More interesting would be, whether parts of the project's work could be used to enable _direct_ installation of Mac OS X on IBM's PPC boards. This would eventually lead to a) Mac clones and b) Apple reacting. Right now, those 'other' PPC based computers can only run Mac OS X via MOL (Mac on Linux) or similar, software based solutions, where Mac OS X can't directly access the hardware.


----------



## ElDiabloConCaca (May 11, 2004)

Now THAT would be interesting.  I don't see any major obstacles in doing that -- of course, it would require reverse-engineering the ROM on the Macintosh motherboards to see what instructions needed to be present in the clone's ROM to trick it into thinking it was a Macintosh.
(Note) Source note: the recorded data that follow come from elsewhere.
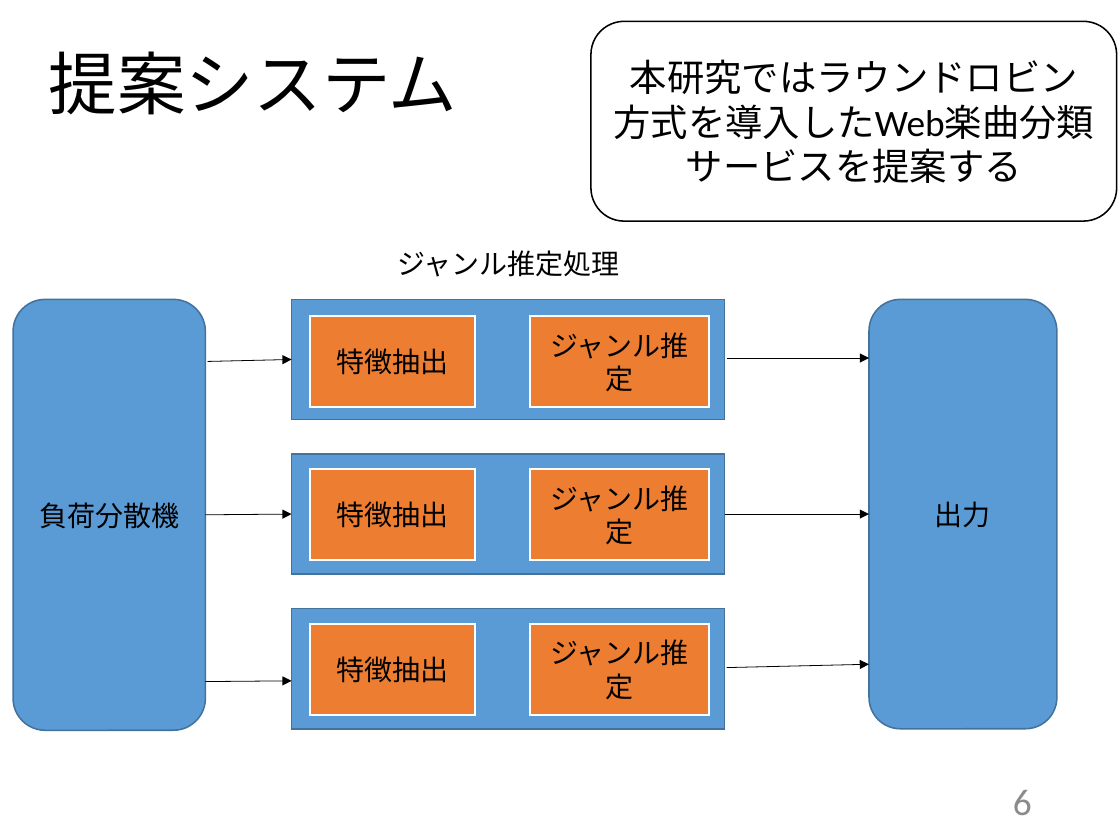
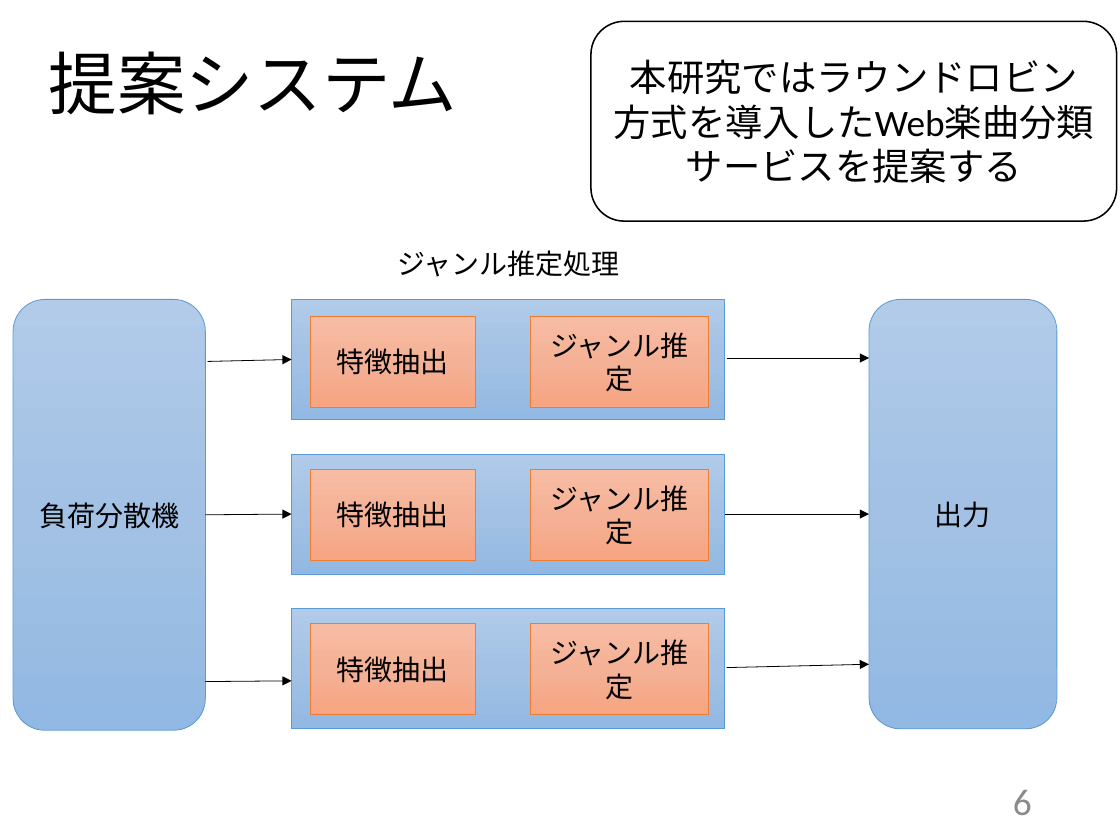
Before and after one commit to kait-takanolab/1821144-yoshii-thesis, a slide deck: slide 6 of 発表用スライド/1821144_卒研発表.pptx. Drawn at 1120x840 pixels with LibreOffice and Linux fonts; fonts in the diff are those of the drawing. Boxes give left, top, right and bottom in pixels: in the first picture for what was removed or moved away, otherwise in the second. Text is boxed around its words. In the diff, an @@ line names an element or a change of style, - is before the commit and + after.

```diff
--- a/発表用スライド/1821144_卒研発表.pptx
+++ b/発表用スライド/1821144_卒研発表.pptx
@@ fill #5B9BD5 to gradient #B1CBE9 to #A3C1E5 to #93B9E4; outline #43739E 1 pt to #5B9BD5 0.5 pt in 5 elements at (13, 299, 206, 730), (869, 299, 1057, 728), (291, 299, 725, 419), (291, 454, 725, 573), (291, 608, 725, 728) @@
@@ fill #ED7D31 to gradient #F7BDA5 to #F5B196 to #F8A582; outline #FFFFFF 1.5 pt to #ED7D31 0.5 pt in 6 elements at (310, 316, 475, 407), (310, 469, 475, 560), (310, 624, 475, 715), (530, 316, 709, 407), (530, 469, 709, 560), (530, 624, 709, 715) @@
```
Also in this commit, not shown: 1 other slide changed, 2 other files.

Perhaps clones do exist!  Reverse-engineering a ROM isn't rocket science -- it's not for the novice, but for an expert (which there are plenty of) it would only take time.  Of course, this is very illegal, so the opportunity to purchase an unauthorized clone is nil... but perhaps people have already done this?  It seems like a logical step to take since the Apple platform is so closed -- people naturally and typically want to put great effort into obtaining knowledge that they aren't supposed to have.  I would bet that there are quite a few programmers and hackers out there that have looked into this and are even working towards this.


----------



## fryke (May 11, 2004)

That ROM part is not an issue - or PearPC would have it solved already! NewWorld Macs don't have those big ROMs any more that old-day Macs had. It's basically only the Open Firmware that's needed.


----------



## chevy (May 11, 2004)

Did they copy the Apple firmware ROMs ? 

Microsoft does not include proprietary software in each PC, anybody has the right to build a PC that can be accepted by a Windows Installer.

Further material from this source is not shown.